# Lotto probability of winning

## Introduction

In this project we are going to analyse data from 6/49 lottery and answer questions like:
- What is the probability of winning if we buy x tickets.
- What is the probability of having at least five, four etc. winning numbers on a single ticket.

The historical data set can be found here [Link](https://www.kaggle.com/datascienceai/lottery-dataset)

### Summary of results

Winning the big price in 6/49 Lotto is extremely unlikely even if you buy a lot of tickets. 

## Calculations

We will need to calculate probabilities using comtinations as in the 6/49 lottery, six number are drawn from a set of 49 numbers that range from 1 to 49. Once the number is drawn, it's not put back in the set. Lets create a function to calculate combinations which we will be continously using. 

In [2]:
import pandas as pd

In [4]:
from math import factorial
def combinations(n,k):
    return factorial(n)/(factorial(k)*factorial(n-k))
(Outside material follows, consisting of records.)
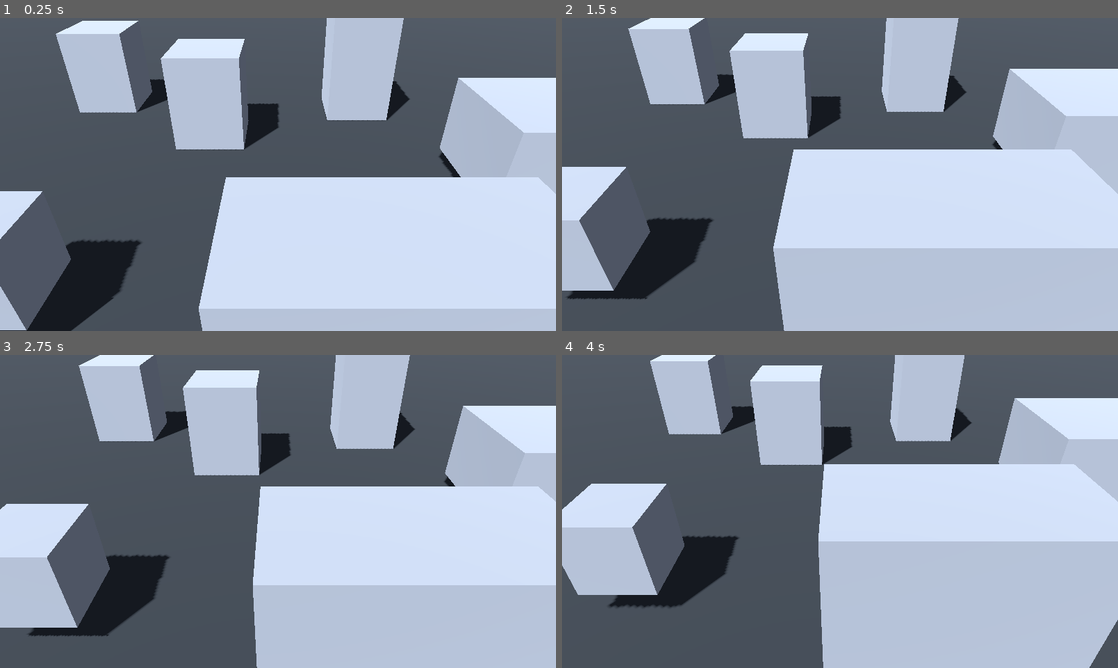
Above: before the commit, frames 1-4 (two rows, left to right).
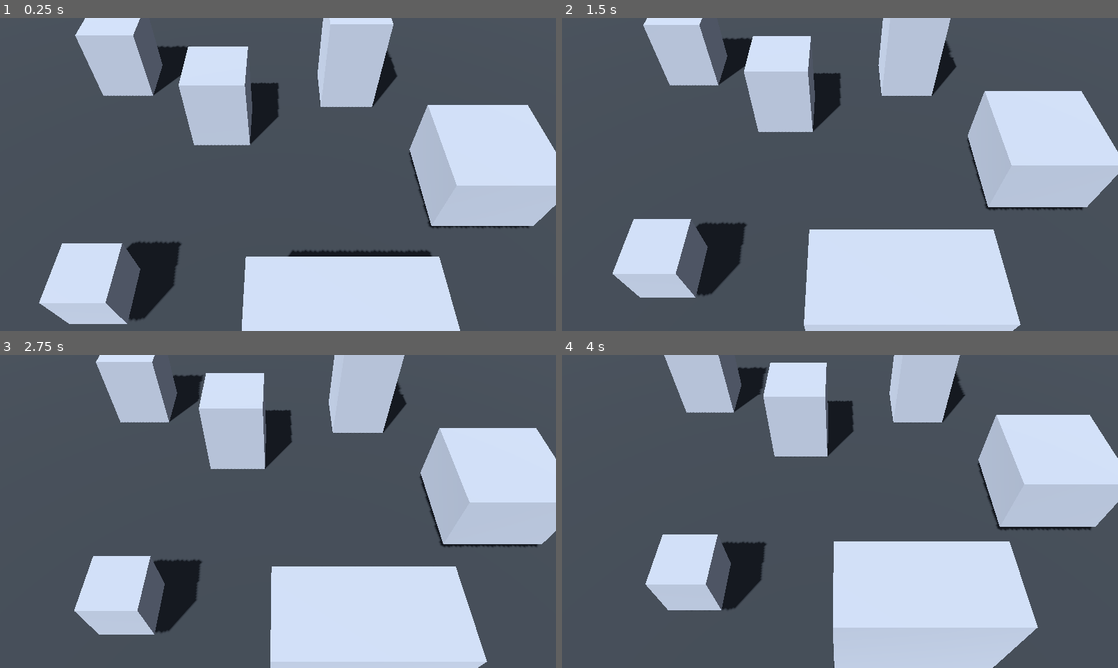
Above: after the commit, the same moments.

Repository: Technikhighknee/my-godot-collection
Game: Godot game, scene res://demos/rts_camera/RTSCameraDemo.tscn
The game is run twice, just before and just after one commit, with the same random seed, the same clock (stepped at 60 frames per second) and the same inputs.
Inputs (mouse positions are in pixels of both pictures, inside the frame that each line leads up to):
- Up to frame 1 (0.25 s): no input
- Up to frame 2 (1.5 s): tap Enter at 0.5 s; move the mouse to (962, 158) at 0.52 s; tap S (camera_back) at 0.6 s; click (962, 158) at 0.67 s; drag from (728, 190) to (812, 237) at 1.27 s
- Up to frame 3 (2.75 s): tap Space at 2 s; move the mouse to (333, 442) at 2.02 s; tap A (camera_left) at 2.1 s; click (333, 442) at 2.17 s
- Up to frame 4 (4 s): drag from (812, 574) to (673, 464) at 2.77 s; tap Enter at 3.5 s; move the mouse to (1006, 558) at 3.52 s; tap S (camera_back) at 3.6 s; click (1006, 558) at 3.67 s

The runs differ from the first frame. In frame 1, 45% of the frame differs, in the area x 0-100%, y 0-100%; in frame 2, 51%; in frame 3, 48%; in frame 4, 49%.

Commit message:
Use height-based logarithmic zoom arc

Diff:
--- a/rts_camera/RTSCamera.gd
+++ b/rts_camera/RTSCamera.gd
@@ -560,11 +560,11 @@
 func _fallback_pan_delta(input: Vector2, delta: float) -> Vector3:
 	var view_yaw := _current_view_yaw();
 	var rig_pitch := _rig_pitch(_zoom, _orbit_pitch_offset);
+	var rig_distance := _rig_distance_for_height(_zoom, rig_pitch);
 	var right := Vector3(cos(view_yaw), 0.0, -sin(view_yaw));
 	var backward := Vector3(sin(view_yaw), 0.0, cos(view_yaw));
 	var half_fov_tan := tan(deg_to_rad(camera.fov) * 0.5);
-	var pitch_scale := maxf(sin(rig_pitch), 0.1);
-	var visible_height := 2.0 * _zoom * half_fov_tan / pitch_scale;
+	var visible_height := 2.0 * rig_distance * half_fov_tan;
 	var speed := visible_height * pan_screen_speed;
 
 	return (right * input.x + backward * input.y) * speed * delta;
@@ -718,9 +718,11 @@
 		_zoom_anchor_active = false;
 		return;
 
+	var rig_pitch := _rig_pitch(_zoom, _orbit_pitch_offset);
+	var rig_distance := _rig_distance_for_height(_zoom, rig_pitch);
 	var eye := _camera_position_for_state(_focus, _zoom, _yaw, _orbit_pitch_offset);
 
-	if eye.distance_to(point) > _zoom * MAX_ZOOM_ANCHOR_DISTANCE_FACTOR:
+	if eye.distance_to(point) > rig_distance * MAX_ZOOM_ANCHOR_DISTANCE_FACTOR:
 		_zoom_anchor_active = false;
 		return;
 
@@ -751,10 +753,14 @@
 
 
 func _zoom_arc_ratio(zoom: float) -> float:
-	var ratio := clampf(inverse_lerp(min_zoom, max_zoom, zoom), 0.0, 1.0);
+	if is_equal_approx(min_zoom, max_zoom):
+		return 0.0;
+
+	var safe_zoom := clampf(zoom, min_zoom, max_zoom);
+	var ratio := log(safe_zoom / min_zoom) / log(max_zoom / min_zoom);
 	var smooth_ratio := ratio * ratio * (3.0 - 2.0 * ratio);
+
 	return pow(smooth_ratio, zoom_arc_curve);
-
 
 func _base_pitch_for_zoom(zoom: float) -> float:
 	return deg_to_rad(lerpf(near_pitch, far_pitch, _zoom_arc_ratio(zoom)));
@@ -801,6 +807,11 @@
 		_current_view_pitch()
 	);
 
+func _rig_distance_for_height(height: float, rig_pitch: float) -> float:
+	var vertical_factor := maxf(sin(rig_pitch), 0.001);
+	return height / vertical_factor;
+
+
 func _camera_position_for_state(
 	focus: Vector3,
 	zoom: float,
@@ -808,8 +819,9 @@
 	orbit_pitch_offset: float
 ) -> Vector3:
 	var rig_pitch := _rig_pitch(zoom, orbit_pitch_offset);
-	return focus - _view_direction(rig_yaw, rig_pitch) * zoom;
-
+	var distance := _rig_distance_for_height(zoom, rig_pitch);
+
+	return focus - _view_direction(rig_yaw, rig_pitch) * distance;
 
 func _apply_camera_transform_for_state(
 	focus: Vector3,

We imported factorial function from math library and created combinations function on our own. Lets now create a function which can calculate the probability of winning if we buy a sigle ticket.

In [5]:
def one_ticket_probability(numbers):
    return 'Your chance of winning is ' + '{:.7f}'.format((1/combinations(49,6))*100) +'%'

In [6]:
one_ticket_probability(3)

'Your chance of winning is 0.0000072%'

Now we know that a chance of winning having one ticket is 0.0000072%. We can also analyse historical data to check if choosing this numbers an user would have ever won.

In [3]:
lottery_data = pd.read_csv('data//649.csv')
lottery_data.shape

(3665, 11)

In [8]:
lottery_data

Unnamed: 0,PRODUCT,DRAW NUMBER,SEQUENCE NUMBER,DRAW DATE,NUMBER DRAWN 1,NUMBER DRAWN 2,NUMBER DRAWN 3,NUMBER DRAWN 4,NUMBER DRAWN 5,NUMBER DRAWN 6,BONUS NUMBER
0,649,1,0,6/12/1982,3,11,12,14,41,43,13
1,649,2,0,6/19/1982,8,33,36,37,39,41,9
2,649,3,0,6/26/1982,1,6,23,24,27,39,34
3,649,4,0,7/3/1982,3,9,10,13,20,43,34
4,649,5,0,7/10/1982,5,14,21,31,34,47,45
...,...,...,...,...,...,...,...,...,...,...,...
3660,649,3587,0,6/6/2018,10,15,23,38,40,41,35
3661,649,3588,0,6/9/2018,19,25,31,36,46,47,26
3662,649,3589,0,6/13/2018,6,22,24,31,32,34,16
3663,649,3590,0,6/16/2018,2,15,21,31,38,49,8


As we can see *NUMBER DRAWN 1,2,3,4,5,6* columns provide us an information which numbers were drawn. We need to transform this columns into one data set then compare user's input to historical results.

In [9]:
def extract_numbers(row):
    return set(row.iloc[4:10].values.tolist())
    
past_lotto = lottery_data.apply(extract_numbers,axis=1)
lotto = pd.DataFrame({'numbers':past_lotto,'date':lottery_data.iloc[:,3].values})

In [10]:
def check_historical_occurence(numbers,hist=lotto):
    slicer = set(numbers) == lotto['numbers']
    values = lotto[slicer]['date'].values[0]
    return 'Imputted combination occured %s time(s) on %s' %(len(values[0]),values), one_ticket_probability(numbers)

In [11]:
check_historical_occurence([32, 34, 6, 22, 24, 31])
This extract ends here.